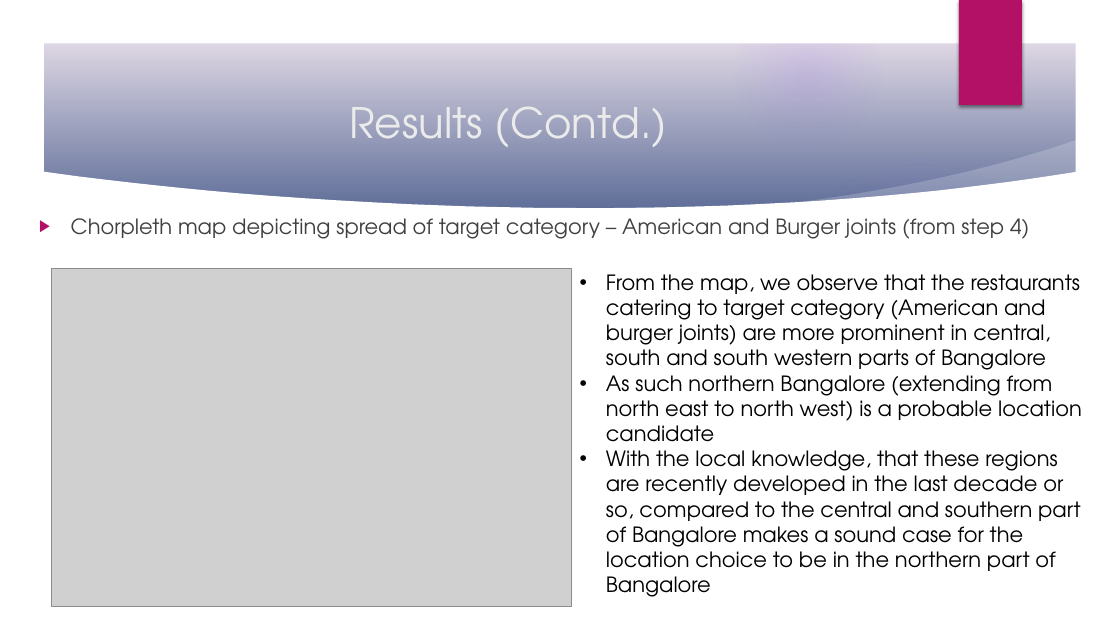
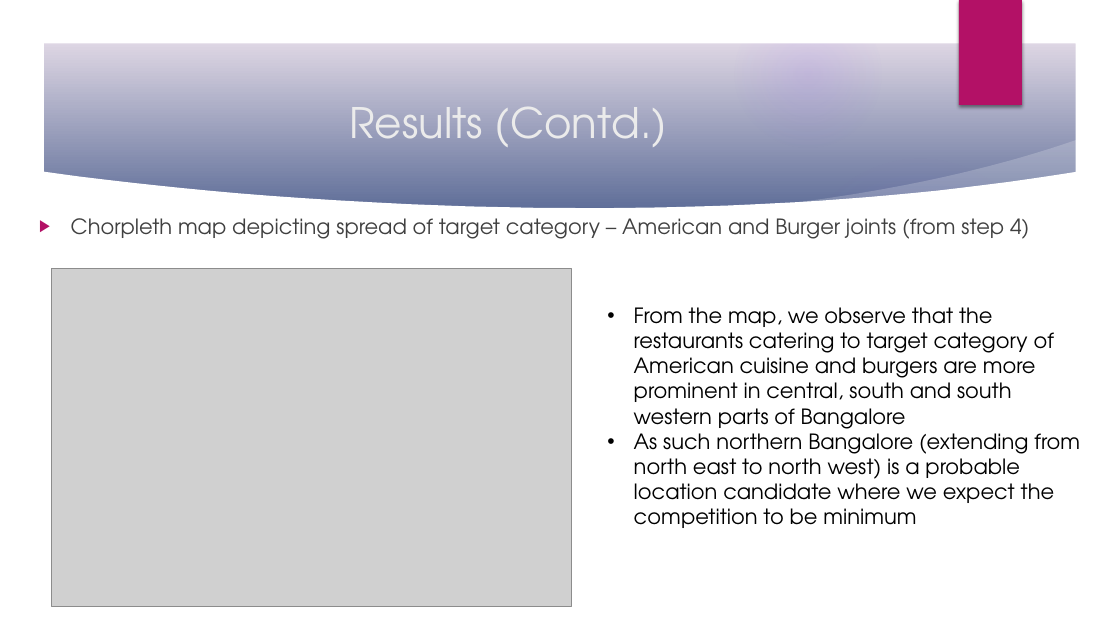
Before and after one commit to UPriyadharshini/Coursera_Capstone, a slide deck: slide 13 of Coursera_Capstone_Final.pptx. Drawn at 1120x630 pixels with LibreOffice and Linux fonts; fonts in the diff are those of the drawing; grey boxes stand for pictures; background and template pictures are left out. Boxes give left, top, right and bottom in pixels: in the first picture for what was removed or moved away, otherwise in the second. Text is boxed around its words. In the diff, an @@ line names an element or a change of style, - is before the commit and + after.

```diff
--- a/Coursera_Capstone_Final.pptx
+++ b/Coursera_Capstone_Final.pptx
@@ text at <box>634,307,1080,528</box>: text changed @@
-• From the map, we observe that the restaurants catering to target category (American and burger joints) are more prominent in central, south and south western parts of Bangalore
-• As such northern Bangalore (extending from north east to north west) is a probable location candidate
-• With the local knowledge, that these regions are recently developed in the last decade or so, compared to the central and southern part of Bangalore makes a sound case for the location choice to be in the northern part of Bangalore
+• From the map, we observe that the restaurants catering to target category of American cuisine and burgers are more prominent in central, south and south western parts of Bangalore
+• As such northern Bangalore (extending from north east to north west) is a probable location candidate where we expect the competition to be minimum
```
Also in this commit, not shown: 10 other slides changed, 2 other files.
☆ ☆ ☆ ☆
### [ACTIVITY]
The required output is every line above that contains the string "target".

### [OUTPUT BELOW]
-• From the map, we observe that the restaurants catering to target category (American and burger joints) are more prominent in central, south and south western parts of Bangalore
+• From the map, we observe that the restaurants catering to target category of American cuisine and burgers are more prominent in central, south and south western parts of Bangalore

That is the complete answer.